### TASK REQUIREMENTS
Go through the records and filter out every line lacking the word "banking"; copy the lines that remain.

* * *

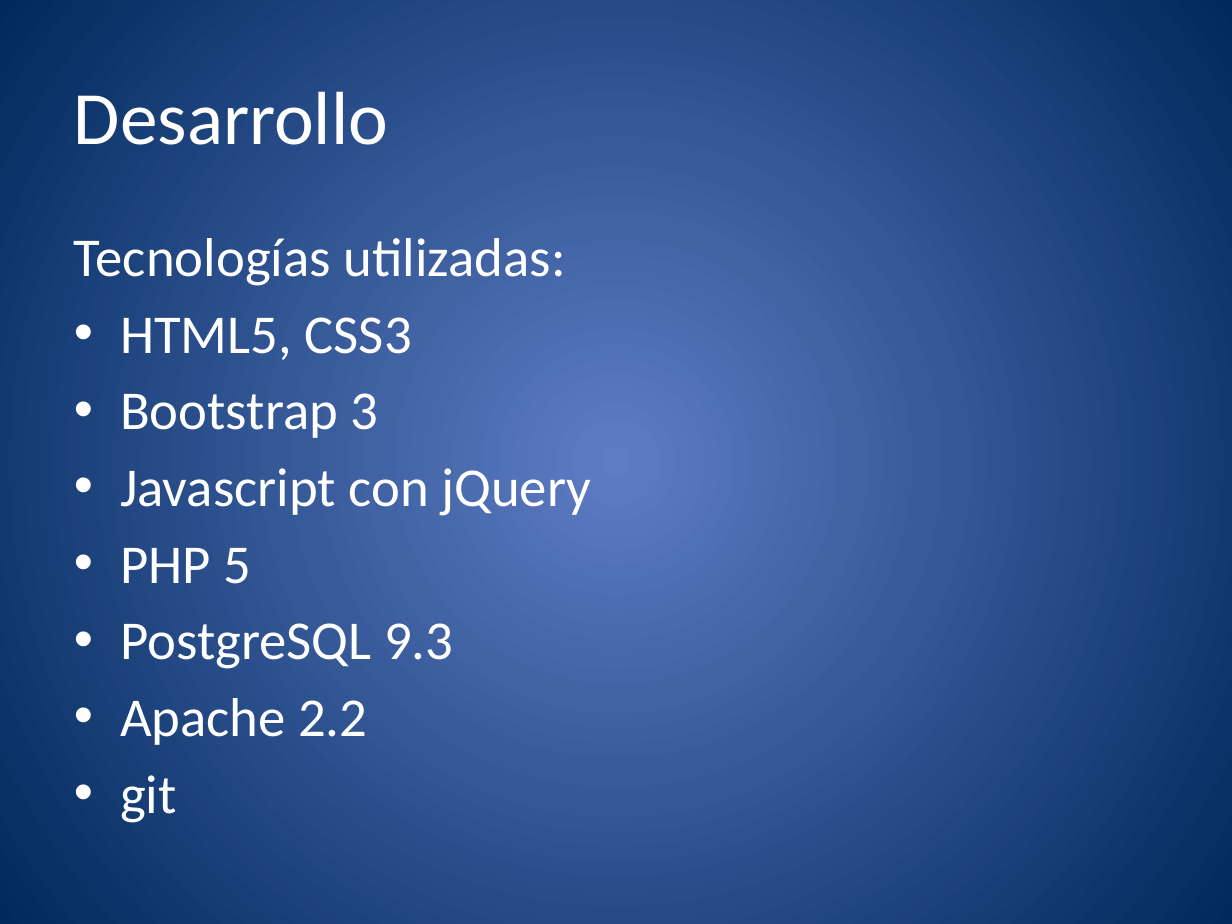
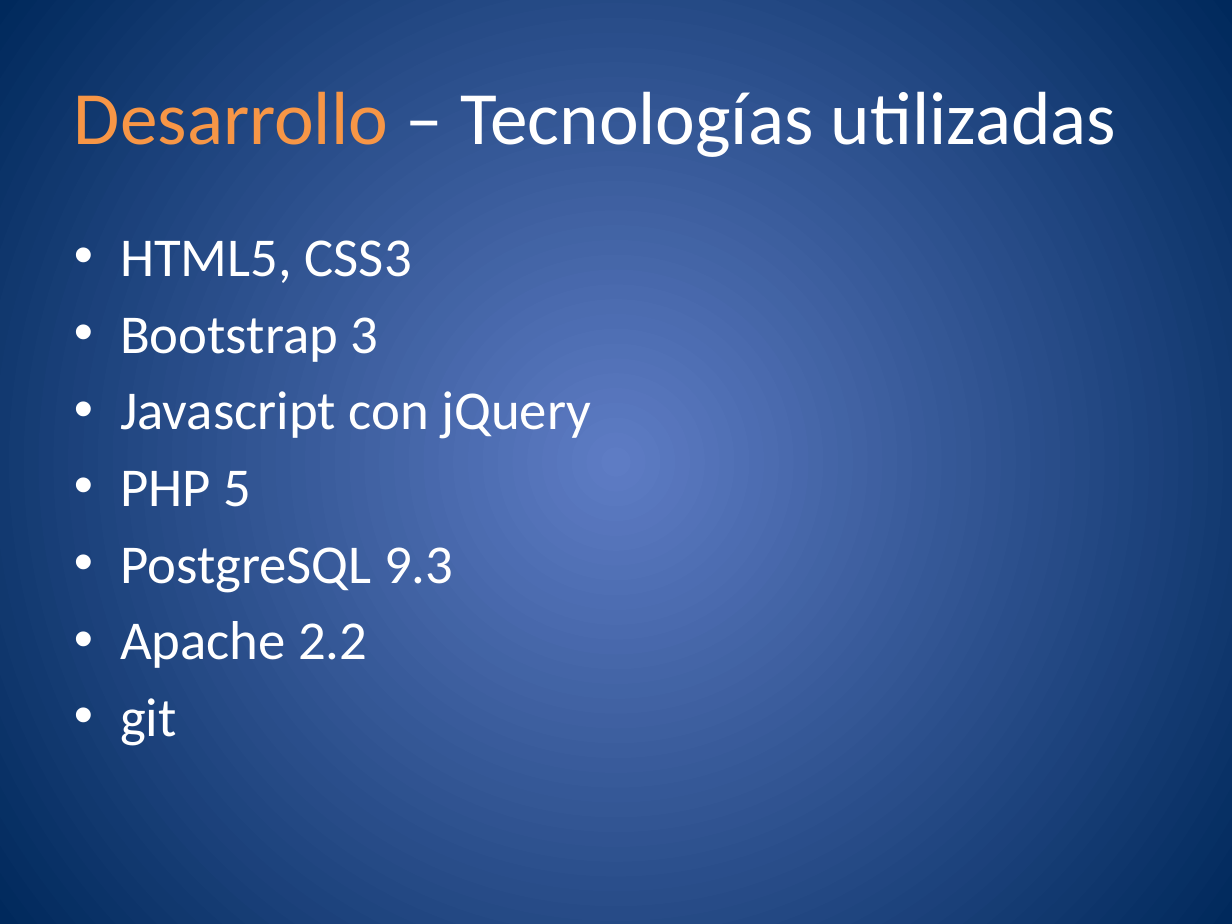
Before and after one commit to molins/TFG, a slide deck: slide 23 of presentacion/TFG.pptx. Drawn at 1232x924 pixels with LibreOffice and Linux fonts; fonts in the diff are those of the drawing. Boxes give left, top, right and bottom in pixels: in the first picture for what was removed or moved away, otherwise in the second. Text is boxed around its words. In the diff, an @@ line names an element or a change of style, - is before the commit and + after.

```diff
--- a/presentacion/TFG.pptx
+++ b/presentacion/TFG.pptx
@@ title at [74, 91, 1117, 157]: text changed @@
-Desarrollo
+Desarrollo – Tecnologías utilizadas
@@ text at [74, 238, 565, 286]: paragraph removed @@
-Tecnologías utilizadas:
```
Also in this commit, not shown: 33 other slides changed, 3 slides added, 1 slide removed, 4 other files.
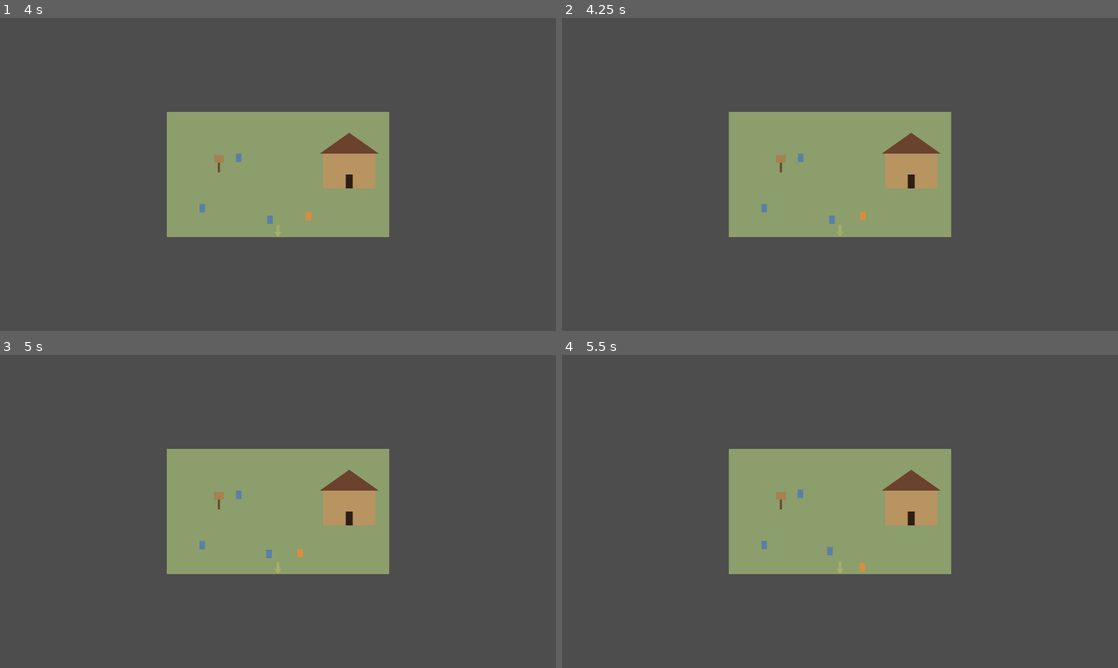
Above: before the commit, frames 1-4 (two rows, left to right).
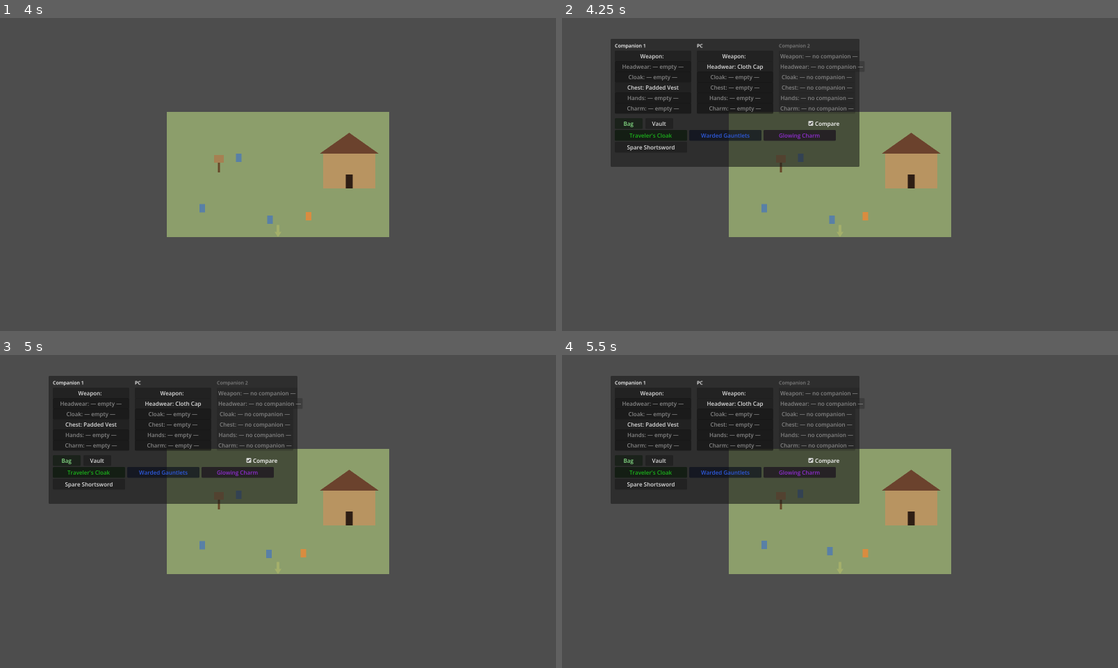
Above: after the commit, the same moments.

Repository: djkipyaboy/bunnies
Game: Godot game, scene res://world/town_demo.tscn
The game is run twice, just before and just after one commit, with the same random seed, the same clock (stepped at 60 frames per second) and the same inputs. This scene is started directly instead of the project's main scene.
Inputs (mouse positions are in pixels of both pictures, inside the frame that each line leads up to):
- Up to frame 1 (4 s): move the mouse to (400, 158) at 0.52 s; hold D (move_right) 0.53-1.25 s; hold E (interact) 0.53-1.25 s; click (400, 158) at 0.67 s; tap Enter at 1.25 s; drag from (166, 190) to (272, 218) at 1.27 s; tap Space at 2 s; move the mouse to (333, 105) at 2.02 s; hold D (move_right) 2.03-2.75 s; hold E (interact) 2.03-2.75 s; drag from (250, 237) to (216, 165) at 2.77 s; move the mouse to (444, 221) at 3.52 s; hold A (move_left) from 3.53 s (still down); hold E (interact) from 3.53 s (still down)
- Up to frame 2 (4.25 s): keep holding A (move_left); keep holding E (interact); tap I (toggle_inventory, bound only after the commit) at 4.15 s
- Up to frame 3 (5 s): release A (move_left) at 4.25 s; release E (interact) at 4.25 s; drag from (111, 464) to (239, 495) at 4.27 s
- Up to frame 4 (5.5 s): move the mouse to (867, 511) at 5.02 s; hold S (move_down) from 5.03 s (still down); hold E (interact) from 5.03 s (still down); click (867, 511) at 5.17 s

Frame 1 is identical in both runs. In frame 2, 18% of the frame differs, in the area x 8-56%, y 6-65%; in frame 3, 18%; in frame 4, 18%, in the area x 8-56%, y 6-70%.

Commit message:
feat(world): wire InventoryMenuPanel into town_demo behind an I-key toggle
Adds the toggle_inventory input action (I key), builds InventoryMenuPanel
seeded via InventoryDemoSetup, and toggles it open/closed while pausing/
resuming PC movement (guarded against opening over dialogue/board panels).

Co-Authored-By: Claude Sonnet 5 <noreply@anthropic.com>
Claude-Session: https://claude.ai/code/session_01NgU7diFM74q6MrusiTGyK9

Diff:
--- a/project.godot
+++ b/project.godot
@@ -50,3 +50,8 @@
 "events": [Object(InputEventKey,"resource_local_to_scene":false,"resource_name":"","device":0,"window_id":0,"alt_presse …(189 unchanged characters)…
 ]
 }
+toggle_inventory={
+"deadzone": 0.5,
+"events": [Object(InputEventKey,"resource_local_to_scene":false,"resource_name":"","device":0,"window_id":0,"alt_pressed":false,"shift_pressed":false,"ctrl_pressed":false,"meta_pressed":false,"pressed":false,"keycode":0,"physical_keycode":73,"key_label":0,"unicode":0,"location":0,"echo":false,"script":null)
+]
+}
--- /dev/null
+++ b/tests/test_town_demo_inventory.gd
@@ -0,0 +1,34 @@
+extends SceneTree
+
+## Headless smoke test: the equipment/inventory/banking UI is wired into town_demo (spec
+## 2026-07-10-equipment-inventory-banking-ui-design.md §4) — the I-key toggle opens/closes
+## InventoryMenuPanel and pauses/resumes PC movement while it's open.
+
+var _instance: Node
+var _frames: int = 0
+
+func _check(cond: bool, label: String) -> void:
+	print(("ok " if cond else "FAIL ") + label)
+
+func _init() -> void:
+	var scene: PackedScene = load("res://world/town_demo.tscn")
+	_instance = scene.instantiate()
+	root.add_child(_instance)
+
+func _process(_delta: float) -> bool:
+	_frames += 1
+	if _frames == 1:
+		var town: TownDemo = _instance
+		_check(town._inventory_panel != null, "InventoryMenuPanel is built")
+		_check(not town._inventory_panel.visible, "InventoryMenuPanel starts hidden")
+		town._toggle_inventory()
+		_check(town._inventory_panel.visible, "toggle opens the panel")
+		_check(town._pc.movement_paused_for_test(), "toggle pauses PC movement")
+		town._toggle_inventory()
+		_check(not town._inventory_panel.visible, "toggle again closes the panel")
+		_check(not town._pc.movement_paused_for_test(), "toggle again resumes PC movement")
+	if _frames >= 5:
+		print("ok town_demo inventory wiring smoke test complete")
+		_instance.free()
+		return true
+	return false
--- a/world/setup_input_map.gd
+++ b/world/setup_input_map.gd
@@ -23,6 +23,7 @@
 	_add_action("move_left", [KEY_A, KEY_LEFT])
 	_add_action("move_right", [KEY_D, KEY_RIGHT])
 	_add_action("interact", [KEY_E])
+	_add_action("toggle_inventory", [KEY_I])
 	var save_error: Error = ProjectSettings.save()
 	print("input map saved with error code: ", save_error)
 	quit()
--- a/world/town_demo.gd
+++ b/world/town_demo.gd
@@ -27,6 +27,12 @@
 var _shop_entry_marker: Marker2D
 var _highlighted_target: Interactable
 var _talking_to: Villager
+var _ui_layer: CanvasLayer
+var _inventory_panel: InventoryMenuPanel
+var _pc_combatant: Combatant
+var _companions: Array[Combatant] = []
+var _party_inventory: PartyInventory
+var _vault: Vault
 
 func _ready() -> void:
 	_build_exterior()
@@ -35,6 +41,7 @@
 	_build_camera()
 	_build_ui()
 	_wire_doors()
+	_build_inventory_demo()
 	_interior.visible = false
 	_interior.process_mode = Node.PROCESS_MODE_DISABLED
 
@@ -157,27 +164,39 @@
 	_pc.add_child(_camera)
 
 func _build_ui() -> void:
-	var ui := CanvasLayer.new()
-	ui.name = "UI"
-	add_child(ui)
+	_ui_layer = CanvasLayer.new()
+	_ui_layer.name = "UI"
+	add_child(_ui_layer)
 
 	_fade_overlay = FadeOverlay.new()
 	add_child(_fade_overlay)
 
 	_interact_prompt = InteractPrompt.new()
 	_interact_prompt.position = Vector2(16, 16)
-	ui.add_child(_interact_prompt)
+	_ui_layer.add_child(_interact_prompt)
 
 	_dialogue_box = DialogueBox.new()
 	_dialogue_box.position = Vector2(20, 700)
 	_dialogue_box.custom_minimum_size = Vector2(600, 100)
 	_dialogue_box.closed.connect(_on_dialogue_closed)
-	ui.add_child(_dialogue_box)
+	_ui_layer.add_child(_dialogue_box)
 
 	_board_panel = AdventuringBoardPanel.new()
 	_board_panel.position = Vector2(500, 150)
-	ui.add_child(_board_panel)
+	_ui_layer.add_child(_board_panel)
 	_board_panel.close()
+
+func _build_inventory_demo() -> void:
+	var party_seed: Dictionary = InventoryDemoSetup.seed_demo_party()
+	_pc_combatant = party_seed["pc"]
+	_companions.assign(party_seed["companions"])
+	_party_inventory = party_seed["party_inventory"]
+	_vault = party_seed["vault"]
+
+	_inventory_panel = InventoryMenuPanel.new()
+	_inventory_panel.position = Vector2(140, 60)
+	_inventory_panel.hide()
+	_ui_layer.add_child(_inventory_panel)
 
 func _wire_doors() -> void:
 	# (525, 200) is the drawn door rectangle's center, which sits inside SHOP_BODY_RECT's
@@ -304,7 +323,20 @@
 		target.set_highlighted(true)
 	_highlighted_target = target
 
+func _toggle_inventory() -> void:
+	if _dialogue_box.is_open() or _board_panel.is_open():
+		return
+	if _inventory_panel.visible:
+		_inventory_panel.hide()
+		_pc.set_movement_paused(false)
+	else:
+		_inventory_panel.open_for(_pc_combatant, _companions, _party_inventory, _vault)
+		_pc.set_movement_paused(true)
+
 func _unhandled_input(event: InputEvent) -> void:
+	if event.is_action_pressed("toggle_inventory"):
+		_toggle_inventory()
+		return
 	if not event.is_action_pressed("interact"):
 		return
 	if _dialogue_box.is_open():

* * *

### EXERCISE ANSWER
+## Headless smoke test: the equipment/inventory/banking UI is wired into town_demo (spec
+## 2026-07-10-equipment-inventory-banking-ui-design.md §4) — the I-key toggle opens/closes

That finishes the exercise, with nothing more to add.